Stored data entries
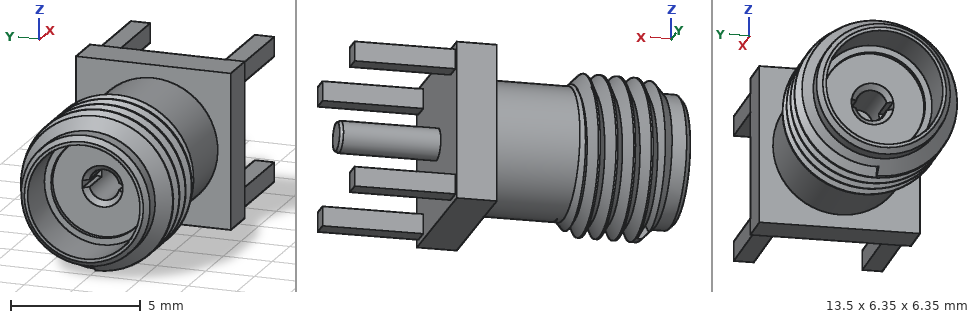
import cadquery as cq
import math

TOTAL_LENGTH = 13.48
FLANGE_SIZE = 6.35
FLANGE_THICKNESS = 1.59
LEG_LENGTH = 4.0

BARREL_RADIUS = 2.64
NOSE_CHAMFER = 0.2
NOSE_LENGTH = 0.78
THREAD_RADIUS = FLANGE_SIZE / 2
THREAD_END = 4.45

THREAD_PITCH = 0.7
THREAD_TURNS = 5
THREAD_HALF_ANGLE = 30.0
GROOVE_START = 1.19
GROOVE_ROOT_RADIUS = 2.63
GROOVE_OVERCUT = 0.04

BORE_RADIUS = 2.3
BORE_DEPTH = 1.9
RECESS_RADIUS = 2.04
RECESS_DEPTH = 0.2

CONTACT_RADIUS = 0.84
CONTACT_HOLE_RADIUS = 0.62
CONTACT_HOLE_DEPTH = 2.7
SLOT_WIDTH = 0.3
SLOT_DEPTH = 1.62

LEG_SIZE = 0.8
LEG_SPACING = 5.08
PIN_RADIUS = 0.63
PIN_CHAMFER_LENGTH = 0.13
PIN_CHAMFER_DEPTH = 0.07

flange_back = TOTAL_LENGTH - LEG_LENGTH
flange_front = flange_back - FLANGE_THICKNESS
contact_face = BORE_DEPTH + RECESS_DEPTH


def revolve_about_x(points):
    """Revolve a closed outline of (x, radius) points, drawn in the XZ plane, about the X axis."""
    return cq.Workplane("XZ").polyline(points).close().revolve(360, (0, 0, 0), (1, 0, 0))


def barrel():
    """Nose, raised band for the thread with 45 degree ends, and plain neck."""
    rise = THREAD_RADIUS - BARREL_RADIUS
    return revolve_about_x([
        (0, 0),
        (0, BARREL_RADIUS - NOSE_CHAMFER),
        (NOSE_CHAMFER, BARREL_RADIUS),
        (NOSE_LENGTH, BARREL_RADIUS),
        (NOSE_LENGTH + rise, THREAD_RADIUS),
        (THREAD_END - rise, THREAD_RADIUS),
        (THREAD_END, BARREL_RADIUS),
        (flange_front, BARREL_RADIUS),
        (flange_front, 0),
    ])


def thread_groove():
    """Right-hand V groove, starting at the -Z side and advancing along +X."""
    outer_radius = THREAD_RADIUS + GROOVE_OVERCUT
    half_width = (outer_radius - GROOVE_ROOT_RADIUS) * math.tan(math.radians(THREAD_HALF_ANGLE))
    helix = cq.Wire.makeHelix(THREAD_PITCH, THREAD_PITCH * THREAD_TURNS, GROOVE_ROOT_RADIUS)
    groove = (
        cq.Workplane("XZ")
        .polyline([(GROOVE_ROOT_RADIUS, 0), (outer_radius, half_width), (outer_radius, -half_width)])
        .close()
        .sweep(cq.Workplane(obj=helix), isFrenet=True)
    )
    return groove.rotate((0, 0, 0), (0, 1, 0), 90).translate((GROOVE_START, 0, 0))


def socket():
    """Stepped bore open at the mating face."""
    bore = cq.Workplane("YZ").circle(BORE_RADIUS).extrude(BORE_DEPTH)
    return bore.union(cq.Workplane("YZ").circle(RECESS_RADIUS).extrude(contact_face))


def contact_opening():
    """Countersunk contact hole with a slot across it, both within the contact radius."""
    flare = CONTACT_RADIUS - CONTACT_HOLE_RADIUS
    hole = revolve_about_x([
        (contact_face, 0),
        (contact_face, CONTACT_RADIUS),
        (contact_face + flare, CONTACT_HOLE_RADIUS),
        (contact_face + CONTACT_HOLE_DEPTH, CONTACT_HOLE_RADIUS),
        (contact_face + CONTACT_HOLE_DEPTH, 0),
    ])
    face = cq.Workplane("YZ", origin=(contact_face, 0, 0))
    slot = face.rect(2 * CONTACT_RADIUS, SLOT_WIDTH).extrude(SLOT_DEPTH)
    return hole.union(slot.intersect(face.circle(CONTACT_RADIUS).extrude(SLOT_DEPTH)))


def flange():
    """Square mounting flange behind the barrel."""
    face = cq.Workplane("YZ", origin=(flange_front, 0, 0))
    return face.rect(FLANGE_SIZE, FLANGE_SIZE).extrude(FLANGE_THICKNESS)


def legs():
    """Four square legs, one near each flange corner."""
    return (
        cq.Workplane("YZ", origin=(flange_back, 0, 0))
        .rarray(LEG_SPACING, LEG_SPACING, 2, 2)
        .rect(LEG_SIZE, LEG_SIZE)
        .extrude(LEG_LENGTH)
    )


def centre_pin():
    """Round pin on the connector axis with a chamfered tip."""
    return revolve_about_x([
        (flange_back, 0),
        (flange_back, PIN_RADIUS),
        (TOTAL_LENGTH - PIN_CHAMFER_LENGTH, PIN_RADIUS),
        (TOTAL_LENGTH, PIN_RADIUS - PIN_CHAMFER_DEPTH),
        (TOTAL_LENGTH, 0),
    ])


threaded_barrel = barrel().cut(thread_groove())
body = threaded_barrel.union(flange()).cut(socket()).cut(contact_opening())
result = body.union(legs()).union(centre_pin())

==

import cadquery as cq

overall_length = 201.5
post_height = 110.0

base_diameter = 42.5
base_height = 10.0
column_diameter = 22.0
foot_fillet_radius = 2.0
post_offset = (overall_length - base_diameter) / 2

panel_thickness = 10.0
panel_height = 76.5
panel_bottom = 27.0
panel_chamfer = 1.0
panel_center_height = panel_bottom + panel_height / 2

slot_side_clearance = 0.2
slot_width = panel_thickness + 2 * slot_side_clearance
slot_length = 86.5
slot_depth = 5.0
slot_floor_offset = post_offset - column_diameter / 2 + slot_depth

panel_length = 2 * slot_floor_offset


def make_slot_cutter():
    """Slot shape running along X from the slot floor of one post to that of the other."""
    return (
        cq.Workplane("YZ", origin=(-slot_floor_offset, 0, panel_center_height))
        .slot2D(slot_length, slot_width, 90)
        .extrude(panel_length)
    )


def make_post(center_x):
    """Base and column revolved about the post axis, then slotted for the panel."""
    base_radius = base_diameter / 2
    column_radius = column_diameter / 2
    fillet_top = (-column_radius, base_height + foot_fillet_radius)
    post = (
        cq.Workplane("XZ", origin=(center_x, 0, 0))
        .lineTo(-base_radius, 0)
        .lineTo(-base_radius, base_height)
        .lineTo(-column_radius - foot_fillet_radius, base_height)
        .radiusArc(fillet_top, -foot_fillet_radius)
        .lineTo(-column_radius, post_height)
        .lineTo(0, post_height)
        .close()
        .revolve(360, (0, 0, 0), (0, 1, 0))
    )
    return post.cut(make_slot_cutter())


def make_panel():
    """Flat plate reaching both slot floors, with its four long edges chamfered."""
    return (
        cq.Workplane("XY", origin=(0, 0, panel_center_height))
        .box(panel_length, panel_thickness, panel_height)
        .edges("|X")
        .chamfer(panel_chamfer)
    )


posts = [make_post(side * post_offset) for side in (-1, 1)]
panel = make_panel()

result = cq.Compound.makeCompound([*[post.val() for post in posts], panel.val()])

--

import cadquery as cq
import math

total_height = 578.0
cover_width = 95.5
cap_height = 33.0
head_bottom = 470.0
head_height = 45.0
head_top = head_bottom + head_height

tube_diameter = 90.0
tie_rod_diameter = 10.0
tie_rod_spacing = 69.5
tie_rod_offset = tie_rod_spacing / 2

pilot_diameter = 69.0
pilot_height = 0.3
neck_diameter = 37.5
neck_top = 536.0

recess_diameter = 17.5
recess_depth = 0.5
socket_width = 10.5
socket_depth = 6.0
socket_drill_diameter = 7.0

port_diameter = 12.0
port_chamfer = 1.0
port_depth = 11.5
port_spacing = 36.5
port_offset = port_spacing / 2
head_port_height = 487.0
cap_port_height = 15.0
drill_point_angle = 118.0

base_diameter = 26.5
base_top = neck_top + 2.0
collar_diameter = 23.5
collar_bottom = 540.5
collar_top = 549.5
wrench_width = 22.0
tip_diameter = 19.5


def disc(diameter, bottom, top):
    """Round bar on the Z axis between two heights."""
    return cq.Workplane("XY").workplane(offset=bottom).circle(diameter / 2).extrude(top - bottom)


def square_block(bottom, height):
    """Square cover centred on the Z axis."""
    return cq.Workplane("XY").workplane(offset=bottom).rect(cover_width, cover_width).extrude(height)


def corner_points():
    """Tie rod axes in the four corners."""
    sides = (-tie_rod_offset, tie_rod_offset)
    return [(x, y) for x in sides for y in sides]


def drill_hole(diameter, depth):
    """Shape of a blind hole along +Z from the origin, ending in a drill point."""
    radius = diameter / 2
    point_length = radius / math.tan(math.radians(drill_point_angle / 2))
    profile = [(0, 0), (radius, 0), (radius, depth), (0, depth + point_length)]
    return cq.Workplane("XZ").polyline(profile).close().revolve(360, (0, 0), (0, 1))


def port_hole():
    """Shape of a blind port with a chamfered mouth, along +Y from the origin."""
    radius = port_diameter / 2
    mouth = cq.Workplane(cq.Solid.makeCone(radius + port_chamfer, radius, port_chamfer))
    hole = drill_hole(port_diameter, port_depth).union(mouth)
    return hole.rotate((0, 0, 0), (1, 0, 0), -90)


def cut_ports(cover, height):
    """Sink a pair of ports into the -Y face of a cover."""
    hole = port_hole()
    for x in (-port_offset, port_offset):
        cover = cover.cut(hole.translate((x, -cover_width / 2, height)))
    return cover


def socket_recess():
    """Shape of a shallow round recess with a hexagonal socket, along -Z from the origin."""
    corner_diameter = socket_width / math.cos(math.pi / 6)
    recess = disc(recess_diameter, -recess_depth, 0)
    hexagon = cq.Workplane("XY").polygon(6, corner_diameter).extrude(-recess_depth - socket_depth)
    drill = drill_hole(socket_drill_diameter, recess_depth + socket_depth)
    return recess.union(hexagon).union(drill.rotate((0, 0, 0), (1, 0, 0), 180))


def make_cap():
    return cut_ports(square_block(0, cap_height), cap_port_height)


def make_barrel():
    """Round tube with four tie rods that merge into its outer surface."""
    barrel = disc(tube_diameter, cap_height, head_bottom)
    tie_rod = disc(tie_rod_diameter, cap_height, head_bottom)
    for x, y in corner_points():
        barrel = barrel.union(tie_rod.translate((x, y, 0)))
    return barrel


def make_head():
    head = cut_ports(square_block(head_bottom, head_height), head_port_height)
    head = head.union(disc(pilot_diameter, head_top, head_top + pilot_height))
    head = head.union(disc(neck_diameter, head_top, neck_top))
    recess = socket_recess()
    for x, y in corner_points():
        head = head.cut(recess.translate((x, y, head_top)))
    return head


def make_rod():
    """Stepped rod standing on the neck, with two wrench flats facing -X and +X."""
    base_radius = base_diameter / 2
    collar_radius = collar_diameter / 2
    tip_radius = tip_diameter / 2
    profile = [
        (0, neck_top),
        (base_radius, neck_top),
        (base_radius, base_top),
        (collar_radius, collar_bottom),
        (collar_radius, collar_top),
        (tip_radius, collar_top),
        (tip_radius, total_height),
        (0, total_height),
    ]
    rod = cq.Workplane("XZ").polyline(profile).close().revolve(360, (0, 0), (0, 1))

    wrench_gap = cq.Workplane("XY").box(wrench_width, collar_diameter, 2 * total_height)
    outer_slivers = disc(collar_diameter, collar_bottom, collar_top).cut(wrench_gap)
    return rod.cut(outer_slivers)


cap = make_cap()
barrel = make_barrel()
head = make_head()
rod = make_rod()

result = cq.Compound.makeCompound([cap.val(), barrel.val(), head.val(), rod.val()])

— WORK TASK —
Please give back, exactly as it stands above, the stretch from the line with "THREAD_PITCH = 0.7" through the line with "CONTACT_HOLE_RADIUS = 0.62", and no line outside it.

— TASK SOLUTION —
THREAD_PITCH = 0.7
THREAD_TURNS = 5
THREAD_HALF_ANGLE = 30.0
GROOVE_START = 1.19
GROOVE_ROOT_RADIUS = 2.63
GROOVE_OVERCUT = 0.04

BORE_RADIUS = 2.3
BORE_DEPTH = 1.9
RECESS_RADIUS = 2.04
RECESS_DEPTH = 0.2

CONTACT_RADIUS = 0.84
CONTACT_HOLE_RADIUS = 0.62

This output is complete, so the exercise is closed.